Gracias por las fotos Cibert ! El cielo de tu ciudad siempre tan despejado y lindo!


----------



## cibert (Apr 12, 2006)

valmont ahi esta lo que pedias:lol:

Este thread tambien se lo dedico a dalex , a pocas cosas, cess, jassan, luis tafur y todos los chiclayanos en el perú y en el mundo, tambien a los compañeros peruanos que nos aprecian.

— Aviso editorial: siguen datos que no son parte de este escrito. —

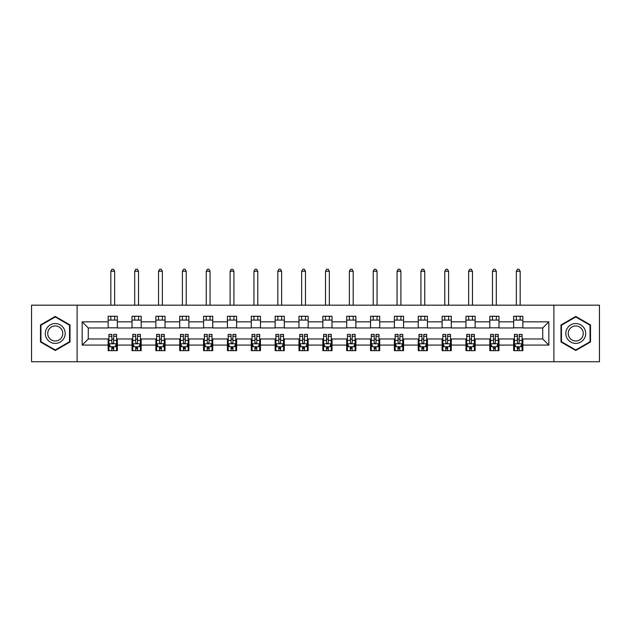 <?xml version="1.0" encoding="UTF-8"?>
<svg xmlns="http://www.w3.org/2000/svg" width="631" height="631" viewBox="0 0 631 631"><rect width="100%" height="100%" fill="white"/><g stroke="black" fill="none" stroke-linecap="round" stroke-linejoin="round"><path stroke-width="0.95" d="M553.884 361.752L599.45 361.752L599.45 305.175L553.884 305.175L553.884 361.752L77.116 361.752L77.116 305.175L31.55 305.175L31.55 361.752L77.116 361.752M553.884 305.175L77.116 305.175M522.847 321.849L522.847 316.265L513.666 316.265L513.666 321.849L498.987 321.849L498.987 316.265L489.814 316.265L489.814 321.849L475.135 321.849L475.135 316.265L465.962 316.265L465.962 321.849L451.283 321.849L451.283 316.265L442.11 316.265L442.11 321.849L427.432 321.849L427.432 316.265L418.25 316.265L418.25 321.849L403.572 321.849L403.572 316.265L394.399 316.265L394.399 321.849L379.72 321.849L379.72 316.265L370.547 316.265L370.547 321.849L355.868 321.849L355.868 316.265L346.695 316.265L346.695 321.849L332.016 321.849L332.016 316.265L322.843 316.265L322.843 321.849L308.157 321.849L308.157 316.265L298.984 316.265L298.984 321.849L284.305 321.849L284.305 316.265L275.132 316.265L275.132 321.849L260.453 321.849L260.453 316.265L251.28 316.265L251.28 321.849L236.601 321.849L236.601 316.265L227.428 316.265L227.428 321.849L212.75 321.849L212.75 316.265L203.568 316.265L203.568 321.849L188.89 321.849L188.89 316.265L179.717 316.265L179.717 321.849L165.038 321.849L165.038 316.265L155.865 316.265L155.865 321.849L141.186 321.849L141.186 316.265L132.013 316.265L132.013 321.849L117.334 321.849L117.334 316.265L108.153 316.265L108.153 321.849L82.164 321.849L82.164 345.086L88.277 338.973L108.153 338.973L108.153 350.67L117.334 350.67L117.334 338.973L132.013 338.973L132.013 350.67L141.186 350.67L141.186 338.973L155.865 338.973L155.865 350.67L165.038 350.67L165.038 338.973L179.717 338.973L179.717 350.67L188.89 350.67L188.89 338.973L203.568 338.973L203.568 350.67L212.75 350.67L212.75 338.973L227.428 338.973L227.428 350.67L236.601 350.67L236.601 338.973L251.28 338.973L251.28 350.67L260.453 350.67L260.453 338.973L275.132 338.973L275.132 350.67L284.305 350.67L284.305 338.973L298.984 338.973L298.984 350.67L308.157 350.67L308.157 338.973L322.843 338.973L322.843 350.67L332.016 350.67L332.016 338.973L346.695 338.973L346.695 350.67L355.868 350.67L355.868 338.973L370.547 338.973L370.547 350.67L379.72 350.67L379.72 338.973L394.399 338.973L394.399 350.67L403.572 350.67L403.572 338.973L418.25 338.973L418.25 350.67L427.432 350.67L427.432 338.973L442.11 338.973L442.11 350.67L451.283 350.67L451.283 338.973L465.962 338.973L465.962 350.67L475.135 350.67L475.135 338.973L489.814 338.973L489.814 350.67L498.987 350.67L498.987 338.973L513.666 338.973L513.666 350.67L522.847 350.67L522.847 338.973L542.723 338.973L542.723 327.962L522.847 327.962L522.847 321.849L548.836 321.849L548.836 345.086L522.847 345.086M513.666 345.086L498.987 345.086M489.814 345.086L475.135 345.086M465.962 345.086L451.283 345.086M442.11 345.086L427.432 345.086M418.25 345.086L403.572 345.086M394.399 345.086L379.72 345.086M370.547 345.086L355.868 345.086M346.695 345.086L332.016 345.086M322.843 345.086L308.157 345.086M298.984 345.086L284.305 345.086M275.132 345.086L260.453 345.086M251.28 345.086L236.601 345.086M227.428 345.086L212.75 345.086M203.568 345.086L188.89 345.086M179.717 345.086L165.038 345.086M155.865 345.086L141.186 345.086M132.013 345.086L117.334 345.086M108.153 345.086L82.164 345.086M513.666 321.849L513.666 327.962L498.987 327.962L498.987 321.849M489.814 321.849L489.814 327.962L475.135 327.962L475.135 321.849M465.962 321.849L465.962 327.962L451.283 327.962L451.283 321.849M442.11 321.849L442.11 327.962L427.432 327.962L427.432 321.849M418.25 321.849L418.25 327.962L403.572 327.962L403.572 321.849M394.399 321.849L394.399 327.962L379.72 327.962L379.72 321.849M370.547 321.849L370.547 327.962L355.868 327.962L355.868 321.849M346.695 321.849L346.695 327.962L332.016 327.962L332.016 321.849M322.843 321.849L322.843 327.962L308.157 327.962L308.157 321.849M298.984 321.849L298.984 327.962L284.305 327.962L284.305 321.849M275.132 321.849L275.132 327.962L260.453 327.962L260.453 321.849M251.28 321.849L251.28 327.962L236.601 327.962L236.601 321.849M227.428 321.849L227.428 327.962L212.75 327.962L212.75 321.849M203.568 321.849L203.568 327.962L188.89 327.962L188.89 321.849M179.717 321.849L179.717 327.962L165.038 327.962L165.038 321.849M155.865 321.849L155.865 327.962L141.186 327.962L141.186 321.849M132.013 321.849L132.013 327.962L117.334 327.962L117.334 321.849M108.153 321.849L108.153 327.962L88.277 327.962L82.164 321.849M88.277 327.962L88.277 338.973M548.836 345.086L542.723 338.973M542.723 327.962L548.836 321.849M108.153 320.091L117.334 320.091M108.153 327.812L117.334 327.812M108.153 339.123L108.918 339.123M111.829 339.123L113.659 339.123M116.569 339.123L117.334 339.123M108.153 346.845L108.918 346.845M111.829 346.845L113.659 346.845M116.569 346.845L117.334 346.845M132.013 339.123L132.778 339.123M135.681 339.123L137.519 339.123M140.421 339.123L141.186 339.123M132.013 346.845L132.778 346.845M135.681 346.845L137.519 346.845M140.421 346.845L141.186 346.845M132.013 320.091L141.186 320.091M132.013 327.812L141.186 327.812M155.865 339.123L156.63 339.123M159.533 339.123L161.37 339.123M164.273 339.123L165.038 339.123M155.865 346.845L156.63 346.845M159.533 346.845L161.37 346.845M164.273 346.845L165.038 346.845M155.865 320.091L165.038 320.091M155.865 327.812L165.038 327.812M179.717 339.123L180.482 339.123M183.384 339.123L185.222 339.123M188.125 339.123L188.89 339.123M179.717 346.845L180.482 346.845M183.384 346.845L185.222 346.845M188.125 346.845L188.89 346.845M179.717 320.091L188.89 320.091M179.717 327.812L188.89 327.812M203.568 339.123L204.334 339.123M207.244 339.123L209.074 339.123M211.984 339.123L212.75 339.123M203.568 346.845L204.334 346.845M207.244 346.845L209.074 346.845M211.984 346.845L212.75 346.845M203.568 320.091L212.75 320.091M203.568 327.812L212.75 327.812M227.428 339.123L228.193 339.123M231.096 339.123L232.934 339.123M235.836 339.123L236.601 339.123M227.428 346.845L228.193 346.845M231.096 346.845L232.934 346.845M235.836 346.845L236.601 346.845M227.428 320.091L236.601 320.091M227.428 327.812L236.601 327.812M251.28 339.123L252.045 339.123M254.948 339.123L256.785 339.123M259.688 339.123L260.453 339.123M251.28 346.845L252.045 346.845M254.948 346.845L256.785 346.845M259.688 346.845L260.453 346.845M251.28 320.091L260.453 320.091M251.28 327.812L260.453 327.812M275.132 339.123L275.897 339.123M278.799 339.123L280.637 339.123M283.54 339.123L284.305 339.123M275.132 346.845L275.897 346.845M278.799 346.845L280.637 346.845M283.54 346.845L284.305 346.845M275.132 320.091L284.305 320.091M275.132 327.812L284.305 327.812M298.984 339.123L299.749 339.123M302.659 339.123L304.489 339.123M307.4 339.123L308.157 339.123M298.984 346.845L299.749 346.845M302.659 346.845L304.489 346.845M307.4 346.845L308.157 346.845M298.984 320.091L308.157 320.091M298.984 327.812L308.157 327.812M322.843 339.123L323.6 339.123M326.511 339.123L328.341 339.123M331.251 339.123L332.016 339.123M322.843 346.845L323.6 346.845M326.511 346.845L328.341 346.845M331.251 346.845L332.016 346.845M322.843 320.091L332.016 320.091M322.843 327.812L332.016 327.812M346.695 339.123L347.46 339.123M350.363 339.123L352.201 339.123M355.103 339.123L355.868 339.123M346.695 346.845L347.46 346.845M350.363 346.845L352.201 346.845M355.103 346.845L355.868 346.845M346.695 320.091L355.868 320.091M346.695 327.812L355.868 327.812M370.547 339.123L371.312 339.123M374.215 339.123L376.052 339.123M378.955 339.123L379.72 339.123M370.547 346.845L371.312 346.845M374.215 346.845L376.052 346.845M378.955 346.845L379.72 346.845M370.547 320.091L379.72 320.091M370.547 327.812L379.72 327.812M394.399 339.123L395.164 339.123M398.066 339.123L399.904 339.123M402.807 339.123L403.572 339.123M394.399 346.845L395.164 346.845M398.066 346.845L399.904 346.845M402.807 346.845L403.572 346.845M394.399 320.091L403.572 320.091M394.399 327.812L403.572 327.812M418.25 339.123L419.016 339.123M421.926 339.123L423.756 339.123M426.666 339.123L427.432 339.123M418.25 346.845L419.016 346.845M421.926 346.845L423.756 346.845M426.666 346.845L427.432 346.845M418.25 320.091L427.432 320.091M418.25 327.812L427.432 327.812M442.11 339.123L442.875 339.123M445.778 339.123L447.616 339.123M450.518 339.123L451.283 339.123M442.11 346.845L442.875 346.845M445.778 346.845L447.616 346.845M450.518 346.845L451.283 346.845M442.11 320.091L451.283 320.091M442.11 327.812L451.283 327.812M465.962 339.123L466.727 339.123M469.63 339.123L471.467 339.123M474.37 339.123L475.135 339.123M465.962 346.845L466.727 346.845M469.63 346.845L471.467 346.845M474.37 346.845L475.135 346.845M465.962 320.091L475.135 320.091M465.962 327.812L475.135 327.812M489.814 339.123L490.579 339.123M493.481 339.123L495.319 339.123M498.222 339.123L498.987 339.123M489.814 346.845L490.579 346.845M493.481 346.845L495.319 346.845M498.222 346.845L498.987 346.845M489.814 320.091L498.987 320.091M489.814 327.812L498.987 327.812M513.666 339.123L514.431 339.123M517.341 339.123L519.171 339.123M522.082 339.123L522.847 339.123M513.666 346.845L514.431 346.845M517.341 346.845L519.171 346.845M522.082 346.845L522.847 346.845M513.666 320.091L522.847 320.091M513.666 327.812L522.847 327.812M55.252 350.505L70.009 341.986L70.009 324.949L55.252 316.431L40.494 324.949L40.494 341.986L55.252 350.505M590.506 324.949L575.748 316.431L560.991 324.949L560.991 341.986L575.748 350.505L590.506 341.986L590.506 324.949M111.829 348.683L113.659 348.683M108.918 336.299L111.829 336.299L111.829 334.383L108.918 334.383L108.918 343.714L110.449 346.766L115.039 346.766L116.569 343.714L116.569 334.383L113.659 334.383L113.659 336.299L116.569 336.299M116.569 343.714L116.569 350.67M108.918 343.714L108.918 350.67M113.659 346.766L113.659 350.67M111.829 350.67L111.829 346.766M111.829 336.299L111.829 342.562C112.436 343.745 113.052 343.745 113.659 342.562L113.659 336.299M114.653 320.091L114.653 316.265M114.653 305.175L114.653 271.235L110.835 271.235L110.835 305.175M110.835 320.091L110.835 316.265M110.835 271.235L111.979 269.248L113.509 269.248L114.653 271.235M63.857 338.437A9.938 9.938 0 0 0 60.221 324.862A9.938 9.938 0 0 0 46.647 328.499A9.938 9.938 0 0 0 50.283 342.073A9.938 9.938 0 0 0 63.857 338.437M61.767 337.23A7.525 7.525 0 0 0 59.014 326.953A7.525 7.525 0 0 0 48.737 329.705A7.525 7.525 0 0 0 51.49 339.983A7.525 7.525 0 0 0 61.767 337.23M40.952 341.718L40.952 325.21L55.252 316.959L69.544 325.21L69.544 341.718L55.252 349.976L40.952 341.718M575.748 323.529A9.938 9.938 0 0 0 565.81 333.468A9.938 9.938 0 0 0 575.748 343.406A9.938 9.938 0 0 0 585.686 333.468A9.938 9.938 0 0 0 575.748 323.529M575.748 325.943A7.525 7.525 0 0 0 568.223 333.468A7.525 7.525 0 0 0 575.748 340.992A7.525 7.525 0 0 0 583.273 333.468A7.525 7.525 0 0 0 575.748 325.943M590.048 341.718L575.748 349.976L561.456 341.718L561.456 325.21L575.748 316.959L590.048 325.21L590.048 341.718M135.681 348.683L137.519 348.683M132.778 336.299L135.681 336.299L135.681 334.383L132.778 334.383L132.778 343.714L134.3 346.766L138.891 346.766L140.421 343.714L140.421 334.383L137.519 334.383L137.519 336.299L140.421 336.299M140.421 343.714L140.421 350.67M132.778 343.714L132.778 350.67M137.519 346.766L137.519 350.67M135.681 350.67L135.681 346.766M135.681 336.299L135.681 342.562C136.288 343.745 136.903 343.745 137.519 342.562L137.519 336.299M138.512 320.091L138.512 316.265M138.512 305.175L138.512 271.235L134.687 271.235L134.687 305.175M134.687 320.091L134.687 316.265M134.687 271.235L135.831 269.248L137.361 269.248L138.512 271.235M159.533 348.683L161.37 348.683M156.63 336.299L159.533 336.299L159.533 334.383L156.63 334.383L156.63 343.714L158.16 346.766L162.743 346.766L164.273 343.714L164.273 334.383L161.37 334.383L161.37 336.299L164.273 336.299M164.273 343.714L164.273 350.67M156.63 343.714L156.63 350.67M161.37 346.766L161.37 350.67M159.533 350.67L159.533 346.766M159.533 336.299L159.533 342.562C160.148 343.745 160.755 343.745 161.37 342.562L161.37 336.299M162.364 320.091L162.364 316.265M162.364 305.175L162.364 271.235L158.539 271.235L158.539 305.175M158.539 320.091L158.539 316.265M158.539 271.235L159.69 269.248L161.213 269.248L162.364 271.235M183.384 348.683L185.222 348.683M180.482 336.299L183.384 336.299L183.384 334.383L180.482 334.383L180.482 343.714L182.012 346.766L186.602 346.766L188.125 343.714L188.125 334.383L185.222 334.383L185.222 336.299L188.125 336.299M188.125 343.714L188.125 350.67M180.482 343.714L180.482 350.67M185.222 346.766L185.222 350.67M183.384 350.67L183.384 346.766M183.384 336.299L183.384 342.562C184 343.745 184.607 343.745 185.222 342.562L185.222 336.299M186.216 320.091L186.216 316.265M186.216 305.175L186.216 271.235L182.391 271.235L182.391 305.175M182.391 320.091L182.391 316.265M182.391 271.235L183.542 269.248L185.072 269.248L186.216 271.235M207.244 348.683L209.074 348.683M204.334 336.299L207.244 336.299L207.244 334.383L204.334 334.383L204.334 343.714L205.864 346.766L210.454 346.766L211.984 343.714L211.984 334.383L209.074 334.383L209.074 336.299L211.984 336.299M211.984 343.714L211.984 350.67M204.334 343.714L204.334 350.67M209.074 346.766L209.074 350.67M207.244 350.67L207.244 346.766M207.244 336.299L207.244 342.562C207.851 343.745 208.467 343.745 209.074 342.562L209.074 336.299M210.068 320.091L210.068 316.265M210.068 305.175L210.068 271.235L206.25 271.235L206.25 305.175M206.25 320.091L206.25 316.265M206.25 271.235L207.394 269.248L208.924 269.248L210.068 271.235M231.096 348.683L232.934 348.683M228.193 336.299L231.096 336.299L231.096 334.383L228.193 334.383L228.193 343.714L229.716 346.766L234.306 346.766L235.836 343.714L235.836 334.383L232.934 334.383L232.934 336.299L235.836 336.299M235.836 343.714L235.836 350.67M228.193 343.714L228.193 350.67M232.934 346.766L232.934 350.67M231.096 350.67L231.096 346.766M231.096 336.299L231.096 342.562C231.703 343.745 232.318 343.745 232.934 342.562L232.934 336.299M233.927 320.091L233.927 316.265M233.927 305.175L233.927 271.235L230.102 271.235L230.102 305.175M230.102 320.091L230.102 316.265M230.102 271.235L231.246 269.248L232.776 269.248L233.927 271.235M254.948 348.683L256.785 348.683M252.045 336.299L254.948 336.299L254.948 334.383L252.045 334.383L252.045 343.714L253.575 346.766L258.158 346.766L259.688 343.714L259.688 334.383L256.785 334.383L256.785 336.299L259.688 336.299M259.688 343.714L259.688 350.67M252.045 343.714L252.045 350.67M256.785 346.766L256.785 350.67M254.948 350.67L254.948 346.766M254.948 336.299L254.948 342.562C255.563 343.745 256.17 343.745 256.785 342.562L256.785 336.299M257.779 320.091L257.779 316.265M257.779 305.175L257.779 271.235L253.954 271.235L253.954 305.175M253.954 320.091L253.954 316.265M253.954 271.235L255.098 269.248L256.628 269.248L257.779 271.235M278.799 348.683L280.637 348.683M275.897 336.299L278.799 336.299L278.799 334.383L275.897 334.383L275.897 343.714L277.427 346.766L282.01 346.766L283.54 343.714L283.54 334.383L280.637 334.383L280.637 336.299L283.54 336.299M283.54 343.714L283.54 350.67M275.897 343.714L275.897 350.67M280.637 346.766L280.637 350.67M278.799 350.67L278.799 346.766M278.799 336.299L278.799 342.562C279.415 343.745 280.022 343.745 280.637 342.562L280.637 336.299M281.631 320.091L281.631 316.265M281.631 305.175L281.631 271.235L277.806 271.235L277.806 305.175M277.806 320.091L277.806 316.265M277.806 271.235L278.957 269.248L280.487 269.248L281.631 271.235M302.659 348.683L304.489 348.683M299.749 336.299L302.659 336.299L302.659 334.383L299.749 334.383L299.749 343.714L301.279 346.766L305.869 346.766L307.4 343.714L307.4 334.383L304.489 334.383L304.489 336.299L307.4 336.299M307.4 343.714L307.4 350.67M299.749 343.714L299.749 350.67M304.489 346.766L304.489 350.67M302.659 350.67L302.659 346.766M302.659 336.299L302.659 342.562C303.266 343.745 303.882 343.745 304.489 342.562L304.489 336.299M305.483 320.091L305.483 316.265M305.483 305.175L305.483 271.235L301.665 271.235L301.665 305.175M301.665 320.091L301.665 316.265M301.665 271.235L302.809 269.248L304.339 269.248L305.483 271.235M326.511 348.683L328.341 348.683M323.6 336.299L326.511 336.299L326.511 334.383L323.6 334.383L323.6 343.714L325.131 346.766L329.721 346.766L331.251 343.714L331.251 334.383L328.341 334.383L328.341 336.299L331.251 336.299M331.251 343.714L331.251 350.67M323.6 343.714L323.6 350.67M328.341 346.766L328.341 350.67M326.511 350.67L326.511 346.766M326.511 336.299L326.511 342.562C327.118 343.745 327.734 343.745 328.341 342.562L328.341 336.299M329.335 320.091L329.335 316.265M329.335 305.175L329.335 271.235L325.517 271.235L325.517 305.175M325.517 320.091L325.517 316.265M325.517 271.235L326.661 269.248L328.191 269.248L329.335 271.235M350.363 348.683L352.201 348.683M347.46 336.299L350.363 336.299L350.363 334.383L347.46 334.383L347.46 343.714L348.99 346.766L353.573 346.766L355.103 343.714L355.103 334.383L352.201 334.383L352.201 336.299L355.103 336.299M355.103 343.714L355.103 350.67M347.46 343.714L347.46 350.67M352.201 346.766L352.201 350.67M350.363 350.67L350.363 346.766M350.363 336.299L350.363 342.562C350.97 343.745 351.585 343.745 352.201 342.562L352.201 336.299M353.194 320.091L353.194 316.265M353.194 305.175L353.194 271.235L349.369 271.235L349.369 305.175M349.369 320.091L349.369 316.265M349.369 271.235L350.513 269.248L352.043 269.248L353.194 271.235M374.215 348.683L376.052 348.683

--------------------------------------------------------------------------------------------
--------------------------------------------------------------------------------------------
--------------------------------------------------------------------------------------------
seria genial que se siga proyectandose esa avenida Grau y no se pierda, como esta previsto hasta monsefú la ventaja que tiene es que viene del centro de chiclayo esta avenida grau, al igual que la avenida los incas en la victoria (que en chiclayo cambia dos nombres luis gonzales y santa victoria) y que tambien esta proyectado a monsefú, dos avenidas importantes que se estan consolidando.

me quedo con la foto del gloria plaza


----------



## Chocaviento (Nov 18, 2007)

La ultima foto del edificio si me gusto mucho, pero si fuera un poquito mas alto seria fenial


----------



## NAVEGADORPERU (Apr 17, 2007)

Chiclayo y Trujillo cada vez me sorprenden mas solo les falta altura nada mas y se convertiran y pocos años las sucursales de Lima metropolitana.

Que pasa con Arequipa se esta quedando mucho, es bonito lo colonial y lo historico pero por favor modernizacion......


----------



## Chocaviento (Nov 18, 2007)

NAVEGADORPERU said:


> Chiclayo y Trujillo cada vez me sorprenden mas solo les falta altura nada mas y se convertiran y pocos años las sucursales de Lima metropolitana.
> 
> Que pasa con Arequipa se esta quedando mucho, es bonito lo colonial y lo historico pero por favor modernizacion......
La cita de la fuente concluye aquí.